Karahan B. N., Emekli E., Altın M. A.
EUROPEAN JOURNAL OF THERAPEUTICS, cilt.31, sa.1, ss.28-34, 2025 (ESCI, TRDizin)
Özet
Objectives: The aim of this study is to compare the ability of artificial intelligence-based chatbots, ChatGPT-4o and Claude 3.5, to interpret mammography images. The study focuses on evaluating their accuracy and consistency in BI-RADS classification and breast parenchymal type assessment. It also aims to explore the potential of these technologies to reduce radiologists’ workload and identify their limitations in medical image analysis.
Methods: A total of 53 mammography images obtained between January and July 2024 were analyzed, focusing on BI-RADS classification and breast parenchymal type assessment. The same anonymized mammography images were provided to both chatbots under identical prompts.

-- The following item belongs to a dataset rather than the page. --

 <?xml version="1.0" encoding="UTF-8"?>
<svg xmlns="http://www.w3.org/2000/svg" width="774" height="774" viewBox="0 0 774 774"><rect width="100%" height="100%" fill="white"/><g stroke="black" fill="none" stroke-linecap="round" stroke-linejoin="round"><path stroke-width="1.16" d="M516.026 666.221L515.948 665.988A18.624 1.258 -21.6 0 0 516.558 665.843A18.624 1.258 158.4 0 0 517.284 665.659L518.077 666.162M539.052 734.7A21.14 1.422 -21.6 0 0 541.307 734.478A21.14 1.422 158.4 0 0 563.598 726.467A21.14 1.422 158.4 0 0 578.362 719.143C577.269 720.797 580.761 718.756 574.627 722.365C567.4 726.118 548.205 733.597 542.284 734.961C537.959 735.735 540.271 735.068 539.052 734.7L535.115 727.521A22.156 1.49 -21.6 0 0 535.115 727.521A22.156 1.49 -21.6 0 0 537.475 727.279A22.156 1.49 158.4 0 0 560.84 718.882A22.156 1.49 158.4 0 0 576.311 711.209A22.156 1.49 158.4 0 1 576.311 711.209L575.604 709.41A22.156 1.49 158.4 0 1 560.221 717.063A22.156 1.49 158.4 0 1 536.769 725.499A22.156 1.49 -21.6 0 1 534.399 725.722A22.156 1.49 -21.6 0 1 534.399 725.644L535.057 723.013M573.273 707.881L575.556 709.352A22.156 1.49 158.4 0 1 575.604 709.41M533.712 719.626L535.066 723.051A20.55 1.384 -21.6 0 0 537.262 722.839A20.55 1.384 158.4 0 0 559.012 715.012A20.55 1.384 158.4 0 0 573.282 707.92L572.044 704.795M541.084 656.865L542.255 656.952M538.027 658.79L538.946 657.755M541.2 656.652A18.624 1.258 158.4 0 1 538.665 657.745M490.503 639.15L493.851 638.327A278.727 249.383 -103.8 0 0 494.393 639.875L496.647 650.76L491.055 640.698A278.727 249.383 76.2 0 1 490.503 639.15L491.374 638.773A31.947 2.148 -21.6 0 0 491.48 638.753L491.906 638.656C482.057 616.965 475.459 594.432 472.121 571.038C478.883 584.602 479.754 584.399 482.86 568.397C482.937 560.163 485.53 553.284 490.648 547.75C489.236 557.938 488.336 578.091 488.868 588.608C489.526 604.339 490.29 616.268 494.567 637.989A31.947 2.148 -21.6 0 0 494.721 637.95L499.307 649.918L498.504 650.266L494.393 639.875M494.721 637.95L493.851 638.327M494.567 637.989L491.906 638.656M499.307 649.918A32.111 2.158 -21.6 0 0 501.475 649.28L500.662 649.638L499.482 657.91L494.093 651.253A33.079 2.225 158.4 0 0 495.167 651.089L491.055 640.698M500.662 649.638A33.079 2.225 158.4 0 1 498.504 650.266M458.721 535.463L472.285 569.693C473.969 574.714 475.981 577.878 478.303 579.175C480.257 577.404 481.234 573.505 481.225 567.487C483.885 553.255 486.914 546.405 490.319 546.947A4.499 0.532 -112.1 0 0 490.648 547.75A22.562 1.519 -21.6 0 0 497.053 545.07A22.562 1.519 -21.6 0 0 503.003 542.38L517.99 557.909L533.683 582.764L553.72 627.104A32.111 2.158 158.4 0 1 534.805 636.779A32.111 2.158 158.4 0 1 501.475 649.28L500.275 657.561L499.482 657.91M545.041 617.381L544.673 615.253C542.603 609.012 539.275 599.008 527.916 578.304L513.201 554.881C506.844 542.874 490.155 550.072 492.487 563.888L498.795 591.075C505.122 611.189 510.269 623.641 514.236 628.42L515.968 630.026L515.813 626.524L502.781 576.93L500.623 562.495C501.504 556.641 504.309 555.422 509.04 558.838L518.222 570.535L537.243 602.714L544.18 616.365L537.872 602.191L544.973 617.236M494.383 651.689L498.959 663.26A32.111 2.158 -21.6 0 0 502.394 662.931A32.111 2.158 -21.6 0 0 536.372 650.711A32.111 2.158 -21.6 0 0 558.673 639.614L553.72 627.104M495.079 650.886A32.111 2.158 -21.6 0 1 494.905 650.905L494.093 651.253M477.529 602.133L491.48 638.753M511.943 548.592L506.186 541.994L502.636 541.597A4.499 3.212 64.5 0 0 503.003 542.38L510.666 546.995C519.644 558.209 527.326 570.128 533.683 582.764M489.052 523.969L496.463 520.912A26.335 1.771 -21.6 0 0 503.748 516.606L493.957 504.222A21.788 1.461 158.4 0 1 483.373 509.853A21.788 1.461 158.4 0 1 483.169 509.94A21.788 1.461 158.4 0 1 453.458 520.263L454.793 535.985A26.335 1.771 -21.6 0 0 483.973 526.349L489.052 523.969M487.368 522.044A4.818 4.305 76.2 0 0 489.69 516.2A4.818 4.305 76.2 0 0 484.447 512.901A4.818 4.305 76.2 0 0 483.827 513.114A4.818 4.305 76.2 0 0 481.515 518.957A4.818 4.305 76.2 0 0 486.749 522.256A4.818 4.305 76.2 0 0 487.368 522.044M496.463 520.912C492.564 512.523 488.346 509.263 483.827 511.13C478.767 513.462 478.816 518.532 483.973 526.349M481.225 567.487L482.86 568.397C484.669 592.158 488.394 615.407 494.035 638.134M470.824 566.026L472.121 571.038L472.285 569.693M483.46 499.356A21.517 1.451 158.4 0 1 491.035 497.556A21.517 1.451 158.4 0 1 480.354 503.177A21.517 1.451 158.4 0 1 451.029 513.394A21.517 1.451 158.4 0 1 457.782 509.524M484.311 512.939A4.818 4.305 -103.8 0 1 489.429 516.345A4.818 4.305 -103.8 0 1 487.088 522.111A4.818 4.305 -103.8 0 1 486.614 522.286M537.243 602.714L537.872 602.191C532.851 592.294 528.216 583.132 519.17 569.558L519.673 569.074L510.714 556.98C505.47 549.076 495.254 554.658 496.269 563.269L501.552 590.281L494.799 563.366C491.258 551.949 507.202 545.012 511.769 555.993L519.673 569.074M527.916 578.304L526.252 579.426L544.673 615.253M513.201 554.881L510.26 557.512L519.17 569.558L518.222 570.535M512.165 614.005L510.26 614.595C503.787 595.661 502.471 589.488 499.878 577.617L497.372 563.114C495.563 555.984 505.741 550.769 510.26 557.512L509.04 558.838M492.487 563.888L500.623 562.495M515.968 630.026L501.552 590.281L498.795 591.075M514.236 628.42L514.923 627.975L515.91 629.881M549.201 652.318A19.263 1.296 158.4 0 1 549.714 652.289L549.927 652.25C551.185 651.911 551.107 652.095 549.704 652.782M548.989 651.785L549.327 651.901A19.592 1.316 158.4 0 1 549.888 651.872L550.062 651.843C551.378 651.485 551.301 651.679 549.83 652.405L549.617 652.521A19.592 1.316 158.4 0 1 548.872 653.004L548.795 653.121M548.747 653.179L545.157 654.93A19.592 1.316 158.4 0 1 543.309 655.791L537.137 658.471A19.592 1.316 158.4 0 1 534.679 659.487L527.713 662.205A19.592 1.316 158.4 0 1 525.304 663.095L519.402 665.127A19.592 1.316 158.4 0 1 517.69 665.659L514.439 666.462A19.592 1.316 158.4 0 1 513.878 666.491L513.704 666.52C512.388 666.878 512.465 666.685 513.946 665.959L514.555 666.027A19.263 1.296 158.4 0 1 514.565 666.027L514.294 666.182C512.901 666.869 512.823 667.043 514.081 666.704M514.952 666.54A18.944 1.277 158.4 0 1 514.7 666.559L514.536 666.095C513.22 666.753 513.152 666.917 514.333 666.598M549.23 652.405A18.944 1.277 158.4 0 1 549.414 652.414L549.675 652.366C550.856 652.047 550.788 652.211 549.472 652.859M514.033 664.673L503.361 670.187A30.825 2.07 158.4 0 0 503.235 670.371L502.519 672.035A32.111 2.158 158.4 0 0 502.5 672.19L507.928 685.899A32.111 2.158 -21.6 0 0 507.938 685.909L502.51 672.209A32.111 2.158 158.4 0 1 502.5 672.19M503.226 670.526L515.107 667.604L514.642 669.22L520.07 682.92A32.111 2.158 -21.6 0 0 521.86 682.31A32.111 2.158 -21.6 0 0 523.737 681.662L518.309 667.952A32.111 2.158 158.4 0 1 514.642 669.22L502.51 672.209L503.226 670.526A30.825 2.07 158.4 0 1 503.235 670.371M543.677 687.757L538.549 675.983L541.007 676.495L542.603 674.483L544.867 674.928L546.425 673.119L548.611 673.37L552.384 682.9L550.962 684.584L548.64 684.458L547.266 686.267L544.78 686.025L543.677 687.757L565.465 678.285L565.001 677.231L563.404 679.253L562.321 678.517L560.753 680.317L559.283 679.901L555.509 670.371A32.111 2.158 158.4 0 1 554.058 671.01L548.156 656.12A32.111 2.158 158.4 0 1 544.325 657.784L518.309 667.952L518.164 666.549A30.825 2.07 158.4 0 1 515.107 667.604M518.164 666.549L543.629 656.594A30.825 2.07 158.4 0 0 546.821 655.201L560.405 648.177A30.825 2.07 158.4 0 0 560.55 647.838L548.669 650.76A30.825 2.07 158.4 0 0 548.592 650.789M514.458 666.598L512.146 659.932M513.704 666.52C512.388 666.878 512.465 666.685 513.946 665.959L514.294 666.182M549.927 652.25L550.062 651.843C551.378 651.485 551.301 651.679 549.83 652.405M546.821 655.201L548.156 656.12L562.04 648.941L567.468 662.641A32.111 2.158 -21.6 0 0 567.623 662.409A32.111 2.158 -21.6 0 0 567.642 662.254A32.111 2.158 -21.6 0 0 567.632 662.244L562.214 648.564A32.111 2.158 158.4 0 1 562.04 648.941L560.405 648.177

Results: The results showed accuracy rates for BI-RADS classification ranging from 18.87% to 26.42% for ChatGPT-4o and 18.7% for Claude 3.5. When BI-RADS categories were grouped into benign group(BI-RADS 1,2) and malignant group(BI-RADS 4,5), the combined accuracy was 57.5% for ChatGPT-4o (initial evaluation) and 55% (second evaluation), compared to 47.5% for Claude 3.5. Breast parenchymal type accuracy rates were 30.19% and 22.64% for ChatGPT-4o, and 26.42% for Claude 3.5.
Conclusions: The findings indicate that chatbots demonstrate limited accuracy and reliability in interpreting mammography images. These results highlight the need for further optimization, larger datasets, and advanced training processes to improve their performance in medical image analysis.